**Records to process**
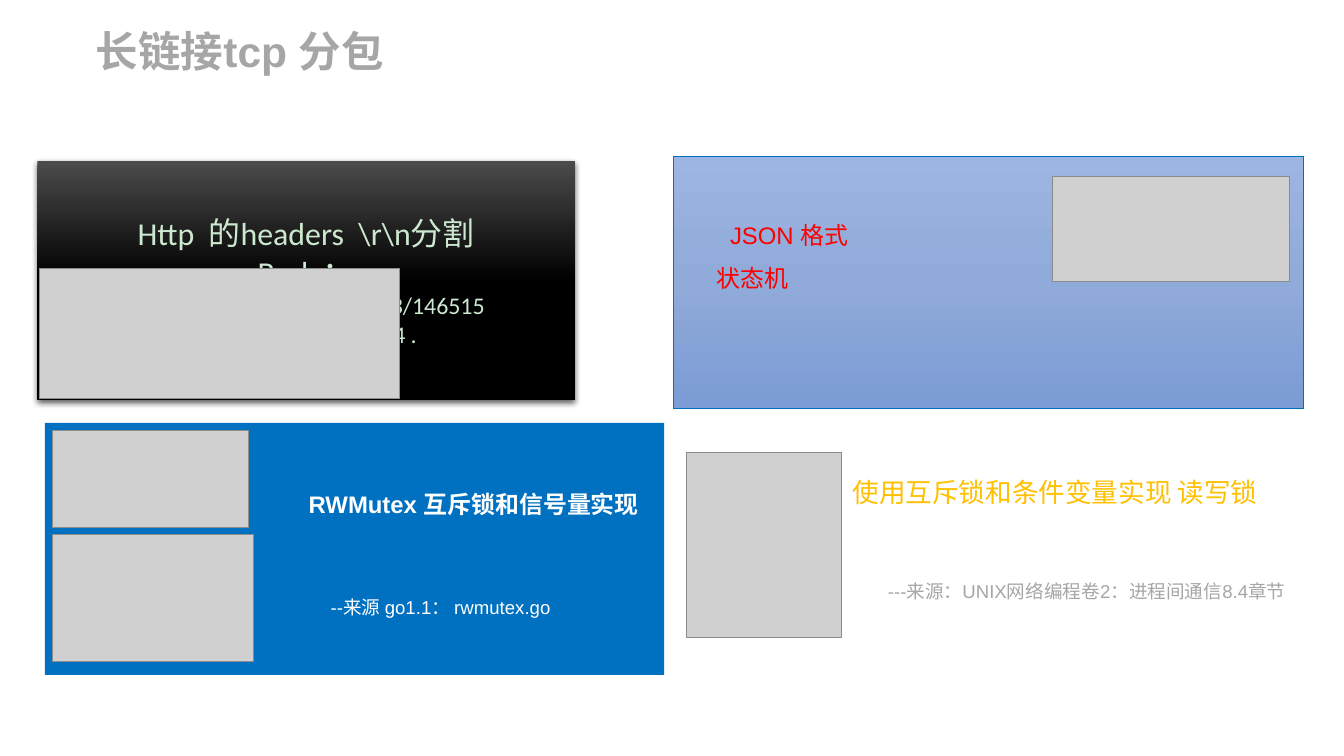
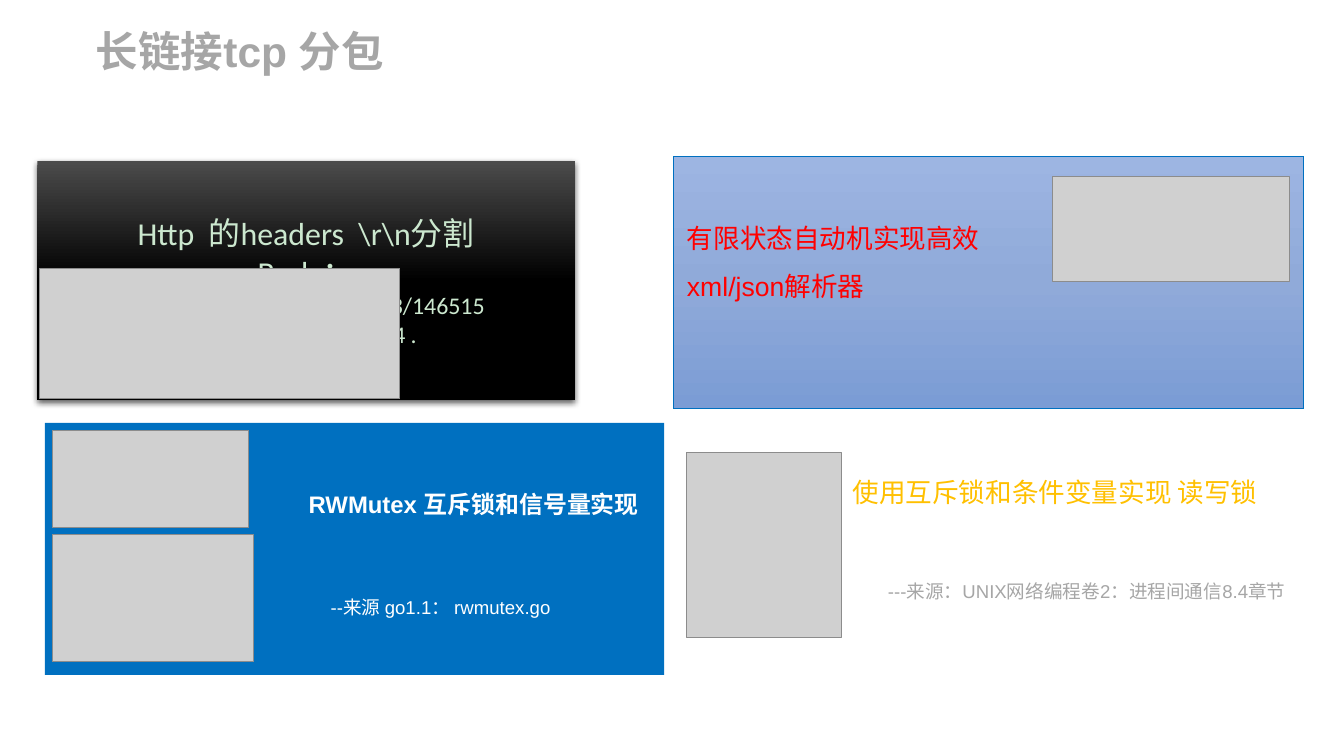
Before and after one commit to wangcy6/weekly, a slide deck: slide 4 of KM/ppt/2020/读写锁.pptx. Drawn at 1344x756 pixels with LibreOffice and Linux fonts; fonts in the diff are those of the drawing; grey boxes stand for pictures. Boxes give left, top, right and bottom in pixels: in the first picture for what was removed or moved away, otherwise in the second. Text is boxed around its words. In the diff, an @@ line names an element or a change of style, - is before the commit and + after.

```diff
--- a/KM/ppt/2020/读写锁.pptx
+++ b/KM/ppt/2020/读写锁.pptx
@@ text at bbox=[687, 225, 979, 301]: text changed; size 18 to 20 pt @@
-JSON 格式
-状态机
+有限状态自动机实现高效xml/json解析器
```
Also in this commit, not shown: 7 other files.

**What the task requires**
Skipping all pictures, set the listing down exactly as written.

**Answer for this exercise**
Before and after one commit to wangcy6/weekly, a slide deck: slide 4 of KM/ppt/2020/读写锁.pptx. Drawn at 1344x756 pixels with LibreOffice and Linux fonts; fonts in the diff are those of the drawing; grey boxes stand for pictures. Boxes give left, top, right and bottom in pixels: in the first picture for what was removed or moved away, otherwise in the second. Text is boxed around its words. In the diff, an @@ line names an element or a change of style, - is before the commit and + after.

```diff
--- a/KM/ppt/2020/读写锁.pptx
+++ b/KM/ppt/2020/读写锁.pptx
@@ text at bbox=[687, 225, 979, 301]: text changed; size 18 to 20 pt @@
-JSON 格式
-状态机
+有限状态自动机实现高效xml/json解析器
```
Also in this commit, not shown: 7 other files.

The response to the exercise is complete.